British beach volleyball stars rent out their rears in unique advertising campaignOnline sportsbook Betfair has a new advertising campaign that is sure to get people’s attention. The company recently announced a sponsorship deal with the British Olympic female beach volleyball team. As part of the sponsorship, the sportsbook will roll out a new unique advertising campaign that will please some while offending others.

This week in London the volleyball team will take part in trial events for the Olympics. During the trial event, Betfair will be sponsoring Zara Damphney and Shauna Mullin, who will wear a special uniform that displays a quick response code. According to Betfair, this will be “the first time QR codes have been used in in-play sports advertising.”

For those unfamiliar with quick response code, it is a matrix barcode that, when scanned by a QR reader, displays hidden text, a URL or other data. In this case, during the live beach volleyball game, betters will be able to take pictures of the QR code on the players’ uniform. On their smartphone they can then use Betfair’s online gambling website to unlock the hidden page of the website that will offer a free wager on the game.

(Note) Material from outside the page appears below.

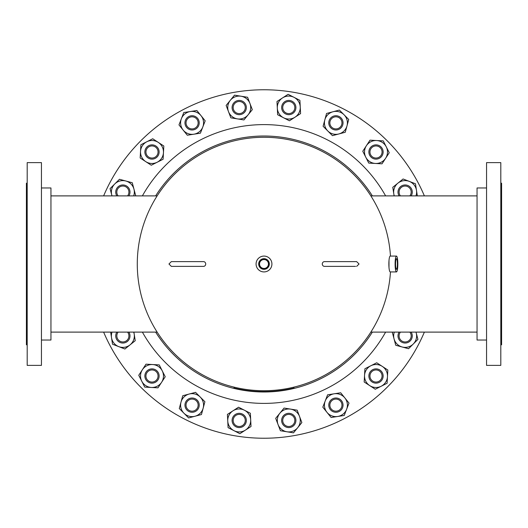 <?xml version="1.0" encoding="UTF-8"?>
<svg xmlns="http://www.w3.org/2000/svg" width="528" height="528" viewBox="0 0 528 528"><rect width="100%" height="100%" fill="white"/><g stroke="black" fill="none" stroke-linecap="round" stroke-linejoin="round"><path stroke-width="0.79" d="M388.997 267.439L388.997 260.561M264 390.72A126.72 126.72 0 0 0 390.469 271.92A126.72 126.72 0 0 1 264 390.72A126.72 126.72 0 0 1 137.28 264A126.72 126.72 0 0 1 264 137.28A126.72 126.72 0 0 1 390.469 256.08A126.72 126.72 0 0 0 264 137.28A126.72 126.72 0 0 1 390.469 256.08M293.812 387.163A126.72 126.72 0 0 0 370.861 332.112A126.72 126.72 0 0 1 293.812 387.163L294.03 388.047A127.631 127.631 0 0 1 233.97 388.047L234.188 387.163M370.861 195.888A126.72 126.72 0 0 0 264 137.28A126.72 126.72 0 0 1 370.861 195.888L477.048 195.888M264 258.68A5.32 5.32 0 0 0 258.68 264A5.32 5.32 0 0 0 264 269.32A5.32 5.32 0 0 0 269.32 264A5.32 5.32 0 0 0 264 258.68M264 258.878A5.122 5.122 0 0 0 258.878 264A5.122 5.122 0 0 0 264 269.122A5.122 5.122 0 0 0 269.122 264A5.122 5.122 0 0 0 264 258.878M264 259.545A4.455 4.455 0 0 0 259.545 264A4.455 4.455 0 0 0 264 268.455A4.455 4.455 0 0 0 268.455 264A4.455 4.455 0 0 0 264 259.545M264 271.92A7.92 7.92 0 0 0 271.92 264A7.92 7.92 0 0 0 264 256.08A7.92 7.92 0 0 0 256.08 264A7.92 7.92 0 0 0 264 271.92M397.373 263.512A5.32 0.911 90 0 0 396.455 258.68A5.32 0.911 90 0 0 395.551 264.488A5.32 0.911 90 0 0 396.455 269.32A5.32 0.911 90 0 0 397.373 263.512M396.462 256.08L390.218 256.08A7.92 1.36 90 0 0 388.865 264.726A7.92 1.36 90 0 0 390.218 271.92L396.462 271.92A7.92 1.36 90 0 0 397.815 263.274A7.92 1.36 90 0 0 396.462 256.08A7.92 1.36 90 0 0 395.109 264.726A7.92 1.36 90 0 0 396.462 271.92M486.552 187.968L477.048 187.968L477.048 340.032L486.552 340.032M486.552 162.624L486.552 365.376L500.808 365.376L500.808 162.624L486.552 162.624M500.808 344.784L501.6 344.784L501.6 183.216L500.808 183.216M41.448 187.968L50.952 187.968L50.952 340.032L41.448 340.032M41.448 365.376L27.192 365.376L27.192 162.624L41.448 162.624L41.448 365.376M27.192 344.784L26.4 344.784L26.4 183.216L27.192 183.216M142.382 195.888A139.392 139.392 0 0 1 385.618 195.888M385.618 332.112A139.392 139.392 0 0 1 142.382 332.112M103.627 195.888A174.24 174.24 0 0 1 424.373 195.888M424.373 332.112A174.24 174.24 0 0 1 103.627 332.112M372.359 332.112A127.987 127.987 0 0 1 155.641 332.112M155.641 195.888A127.987 127.987 0 0 1 372.359 195.888M372.695 157.06A6.052 6.052 0 0 1 370.94 148.685A6.052 6.052 0 0 1 379.315 146.929A6.052 6.052 0 0 1 381.071 155.305A6.052 6.052 0 0 1 372.695 157.06M372.108 157.964A7.128 7.128 0 0 1 370.036 148.097A7.128 7.128 0 0 1 379.903 146.025A7.128 7.128 0 0 1 381.975 155.892A7.128 7.128 0 0 1 372.108 157.964M381.995 163.825L368.755 163.093L362.769 151.265L366.392 145.715A11.484 11.484 0 0 0 375.375 163.456A11.484 11.484 0 0 0 385.618 158.275L381.995 163.825M370.022 140.164L366.392 145.715A11.484 11.484 0 0 1 376.636 140.534L383.255 140.897L386.252 146.81L389.242 152.724L385.618 158.275A11.484 11.484 0 0 0 376.636 140.534L370.022 140.164M205.715 264A2.376 2.218 90 0 1 203.498 266.376L171.336 266.376L168.96 264L171.336 261.624L203.498 261.624A2.376 2.218 90 0 1 205.715 264M356.664 266.376L359.04 264L356.664 261.624L324.502 261.624A2.376 2.218 90 0 0 322.285 264A2.376 2.218 90 0 0 324.502 266.376L355.562 266.376M345.259 132.264L332.449 135.663L323.096 126.258L324.832 119.863A11.484 11.484 0 0 0 338.851 133.96A11.484 11.484 0 0 0 346.995 125.869L345.259 132.264M326.561 113.467L324.832 119.863A11.484 11.484 0 0 1 332.97 111.764L339.379 110.068L348.724 119.467L346.995 125.869A11.484 11.484 0 0 0 332.97 111.764L326.561 113.467M300.577 113.599L289.436 120.793L277.642 114.741L277.312 108.121A11.484 11.484 0 0 0 295.007 117.196A11.484 11.484 0 0 0 300.247 106.979L300.577 113.599M276.982 101.501L277.312 108.121A11.484 11.484 0 0 1 282.553 97.904L288.123 94.307L299.917 100.36L300.247 106.979A11.484 11.484 0 0 0 282.553 97.904L276.982 101.501M252.311 109.659L243.936 119.942L230.848 117.83L228.492 111.632A11.484 11.484 0 0 0 248.12 114.8A11.484 11.484 0 0 0 249.949 103.468L252.311 109.659M226.136 105.442L228.492 111.632A11.484 11.484 0 0 1 230.32 100.3L234.505 95.159L247.592 97.271L249.949 103.468A11.484 11.484 0 0 0 230.32 100.3L226.136 105.442M205.187 120.826L200.402 133.188L187.301 135.227L183.143 130.066A11.484 11.484 0 0 0 202.792 127.01A11.484 11.484 0 0 0 201.029 115.665L205.187 120.826M178.985 124.905L183.143 130.066A11.484 11.484 0 0 1 181.381 118.721L183.77 112.537L196.871 110.504L201.029 115.665A11.484 11.484 0 0 0 181.381 118.721L178.985 124.905M163.825 146.005L163.093 159.245L151.265 165.231L145.715 161.608A11.484 11.484 0 0 0 163.456 152.625A11.484 11.484 0 0 0 158.275 142.382L163.825 146.005M140.164 157.978L145.715 161.608A11.484 11.484 0 0 1 140.534 151.364L140.897 144.745L146.81 141.748L152.724 138.758L158.275 142.382A11.484 11.484 0 0 0 140.534 151.364L140.164 157.978M111.995 195.888L110.068 188.621L119.467 179.276L132.264 182.741L135.663 195.551L135.326 195.888M133.696 195.888A11.484 11.484 0 0 0 114.767 183.949A11.484 11.484 0 0 0 112.028 195.888M133.894 332.112L135.227 340.699L130.066 344.857A11.484 11.484 0 0 0 133.696 332.112M112.028 332.112A11.484 11.484 0 0 0 118.721 346.619L124.905 349.015L130.066 344.857A11.484 11.484 0 0 1 118.721 346.619L112.537 344.23L110.656 332.112M146.005 364.175L159.245 364.907L165.231 376.735L161.608 382.285A11.484 11.484 0 0 0 152.625 364.544A11.484 11.484 0 0 0 142.382 369.725L146.005 364.175M157.978 387.836L161.608 382.285A11.484 11.484 0 0 1 151.364 387.466L144.745 387.103L141.748 381.19L138.758 375.276L142.382 369.725A11.484 11.484 0 0 0 151.364 387.466L157.978 387.836M182.741 395.736L195.551 392.337L204.904 401.742L203.168 408.137A11.484 11.484 0 0 0 189.149 394.04A11.484 11.484 0 0 0 181.005 402.131L182.741 395.736M201.439 414.533L203.168 408.137A11.484 11.484 0 0 1 195.03 416.236L188.621 417.932L179.276 408.533L181.005 402.131A11.484 11.484 0 0 0 195.03 416.236L201.439 414.533M227.423 414.401L238.564 407.207L250.358 413.259L250.688 419.879A11.484 11.484 0 0 0 232.993 410.804A11.484 11.484 0 0 0 227.753 421.021L227.423 414.401M251.018 426.499L250.688 419.879A11.484 11.484 0 0 1 245.447 430.096L239.877 433.693L228.083 427.64L227.753 421.021A11.484 11.484 0 0 0 245.447 430.096L251.018 426.499M275.689 418.341L284.064 408.058L297.152 410.17L299.508 416.368A11.484 11.484 0 0 0 279.88 413.2A11.484 11.484 0 0 0 278.051 424.532L275.689 418.341M301.864 422.558L299.508 416.368A11.484 11.484 0 0 1 297.68 427.7L293.495 432.841L280.408 430.729L278.051 424.532A11.484 11.484 0 0 0 297.68 427.7L301.864 422.558M322.813 407.174L327.598 394.812L340.699 392.773L344.857 397.934A11.484 11.484 0 0 0 325.208 400.99A11.484 11.484 0 0 0 326.971 412.335L322.813 407.174M349.015 403.095L344.857 397.934A11.484 11.484 0 0 1 346.619 409.279L344.23 415.463L331.129 417.496L326.971 412.335A11.484 11.484 0 0 0 346.619 409.279L349.015 403.095M364.175 381.995L364.907 368.755L376.735 362.769L382.285 366.392A11.484 11.484 0 0 0 364.544 375.375A11.484 11.484 0 0 0 369.725 385.618L364.175 381.995M387.836 370.022L382.285 366.392A11.484 11.484 0 0 1 387.466 376.636L387.103 383.255L381.19 386.252L375.276 389.242L369.725 385.618A11.484 11.484 0 0 0 387.466 376.636L387.836 370.022M416.005 332.112L417.932 339.379L408.533 348.724L395.736 345.259L392.337 332.449L392.674 332.112M394.304 332.112A11.484 11.484 0 0 0 413.233 344.051A11.484 11.484 0 0 0 415.972 332.112M394.106 195.888L392.773 187.301L397.934 183.143A11.484 11.484 0 0 0 394.304 195.888M415.972 195.888A11.484 11.484 0 0 0 409.279 181.381L403.095 178.985L397.934 183.143A11.484 11.484 0 0 1 409.279 181.381L415.463 183.77L417.344 195.888M334.33 128.707A6.052 6.052 0 0 1 330.073 121.282A6.052 6.052 0 0 1 337.491 117.025A6.052 6.052 0 0 1 341.755 124.45A6.052 6.052 0 0 1 334.33 128.707M334.046 129.743A7.128 7.128 0 0 1 329.03 120.998A7.128 7.128 0 0 1 337.775 115.982A7.128 7.128 0 0 1 342.791 124.727A7.128 7.128 0 0 1 334.046 129.743M289.08 113.593A6.052 6.052 0 0 1 282.737 107.851A6.052 6.052 0 0 1 288.479 101.508A6.052 6.052 0 0 1 294.822 107.25A6.052 6.052 0 0 1 289.08 113.593M289.133 114.668A7.128 7.128 0 0 1 281.662 107.903A7.128 7.128 0 0 1 288.427 100.432A7.128 7.128 0 0 1 295.898 107.197A7.128 7.128 0 0 1 289.133 114.668M241.375 113.203A6.052 6.052 0 0 1 233.567 109.705A6.052 6.052 0 0 1 237.065 101.897A6.052 6.052 0 0 1 244.873 105.395A6.052 6.052 0 0 1 241.375 113.203M241.758 114.213A7.128 7.128 0 0 1 232.558 110.088A7.128 7.128 0 0 1 236.683 100.888A7.128 7.128 0 0 1 245.883 105.013A7.128 7.128 0 0 1 241.758 114.213M195.881 127.578A6.052 6.052 0 0 1 187.374 126.661A6.052 6.052 0 0 1 188.291 118.153A6.052 6.052 0 0 1 196.799 119.071A6.052 6.052 0 0 1 195.881 127.578M196.561 128.416A7.128 7.128 0 0 1 186.536 127.334A7.128 7.128 0 0 1 187.618 117.315A7.128 7.128 0 0 1 197.637 118.391A7.128 7.128 0 0 1 196.561 128.416M157.06 155.305A6.052 6.052 0 0 1 148.685 157.06A6.052 6.052 0 0 1 146.929 148.685A6.052 6.052 0 0 1 155.305 146.929A6.052 6.052 0 0 1 157.06 155.305M157.964 155.892A7.128 7.128 0 0 1 148.097 157.964A7.128 7.128 0 0 1 146.025 148.097A7.128 7.128 0 0 1 155.892 146.025A7.128 7.128 0 0 1 157.964 155.892M118.16 195.888A6.052 6.052 0 0 1 124.45 186.245A6.052 6.052 0 0 1 127.571 195.888M116.833 195.888A7.128 7.128 0 0 1 124.727 185.209A7.128 7.128 0 0 1 128.898 195.888M127.571 332.112A6.052 6.052 0 0 1 127.578 332.119A6.052 6.052 0 0 1 126.661 340.626A6.052 6.052 0 0 1 118.16 332.112M128.898 332.112A7.128 7.128 0 0 1 127.004 341.715A7.128 7.128 0 0 1 116.833 332.112M155.305 370.94A6.052 6.052 0 0 1 157.06 379.315A6.052 6.052 0 0 1 148.685 381.071A6.052 6.052 0 0 1 146.929 372.695A6.052 6.052 0 0 1 155.305 370.94M155.892 370.036A7.128 7.128 0 0 1 157.964 379.903A7.128 7.128 0 0 1 148.097 381.975A7.128 7.128 0 0 1 146.025 372.108A7.128 7.128 0 0 1 155.892 370.036M193.67 399.293A6.052 6.052 0 0 1 197.927 406.718A6.052 6.052 0 0 1 190.509 410.975A6.052 6.052 0 0 1 186.245 403.55A6.052 6.052 0 0 1 193.67 399.293M193.954 398.257A7.128 7.128 0 0 1 198.97 407.002A7.128 7.128 0 0 1 190.225 412.018A7.128 7.128 0 0 1 185.209 403.273A7.128 7.128 0 0 1 193.954 398.257M238.92 414.407A6.052 6.052 0 0 1 245.263 420.149A6.052 6.052 0 0 1 239.521 426.492A6.052 6.052 0 0 1 233.178 420.75A6.052 6.052 0 0 1 238.92 414.407M238.867 413.332A7.128 7.128 0 0 1 246.338 420.097A7.128 7.128 0 0 1 239.573 427.568A7.128 7.128 0 0 1 232.102 420.803A7.128 7.128 0 0 1 238.867 413.332M286.625 414.797A6.052 6.052 0 0 1 294.433 418.295A6.052 6.052 0 0 1 290.935 426.103A6.052 6.052 0 0 1 283.127 422.605A6.052 6.052 0 0 1 286.625 414.797M286.242 413.787A7.128 7.128 0 0 1 295.442 417.912A7.128 7.128 0 0 1 291.317 427.112A7.128 7.128 0 0 1 282.117 422.987A7.128 7.128 0 0 1 286.242 413.787M332.119 400.422A6.052 6.052 0 0 1 340.626 401.339A6.052 6.052 0 0 1 339.709 409.847A6.052 6.052 0 0 1 331.201 408.929A6.052 6.052 0 0 1 332.119 400.422M331.439 399.584A7.128 7.128 0 0 1 341.464 400.666A7.128 7.128 0 0 1 340.382 410.685A7.128 7.128 0 0 1 330.363 409.609A7.128 7.128 0 0 1 331.439 399.584M370.94 372.695A6.052 6.052 0 0 1 379.315 370.94A6.052 6.052 0 0 1 381.071 379.315A6.052 6.052 0 0 1 372.695 381.071A6.052 6.052 0 0 1 370.94 372.695M370.036 372.108A7.128 7.128 0 0 1 379.903 370.036A7.128 7.128 0 0 1 381.975 379.903A7.128 7.128 0 0 1 372.108 381.975A7.128 7.128 0 0 1 370.036 372.108M409.84 332.112A6.052 6.052 0 0 1 403.55 341.755A6.052 6.052 0 0 1 400.429 332.112M411.167 332.112A7.128 7.128 0 0 1 403.273 342.791A7.128 7.128 0 0 1 399.102 332.112M400.429 195.888A6.052 6.052 0 0 1 400.422 195.881A6.052 6.052 0 0 1 401.339 187.374A6.052 6.052 0 0 1 409.84 195.888M399.102 195.888A7.128 7.128 0 0 1 400.996 186.285A7.128 7.128 0 0 1 411.167 195.888M477.048 332.112L370.861 332.112M157.139 332.112L50.952 332.112M157.139 195.888L50.952 195.888M172.438 266.376L171.336 266.376M172.438 261.624L171.336 261.624M355.562 261.624L356.664 261.624"/></g></svg>

All of that sounds fun and harmless, but here’s where it gets controversial. The female beach volleyball players will be wearing the standard skimpy bikini bottoms. That QR code will be blazoned on the backside of those bikini bottoms. So that means Betfair is encouraging people at the beach volleyball games to take photos of the players’ derrieres in order to win a free wager on the game. As Betfair spokesman Andy Lulham said, what better way to test the effectiveness of a live QR code campaign than “by putting them on one of the places that is likely to get photographed the most.”

Yes, that's the QR code

Yes, that's the QR code

Women’s beach volleyball is already a controversial sport due to the sexualized nature of the game and its uniforms. Those who object to perceived objectification of women will surely cringe at this advertising campaign. On the other hand, that kind of controversy, along with the excited participation of many men, is sure to help Betfair.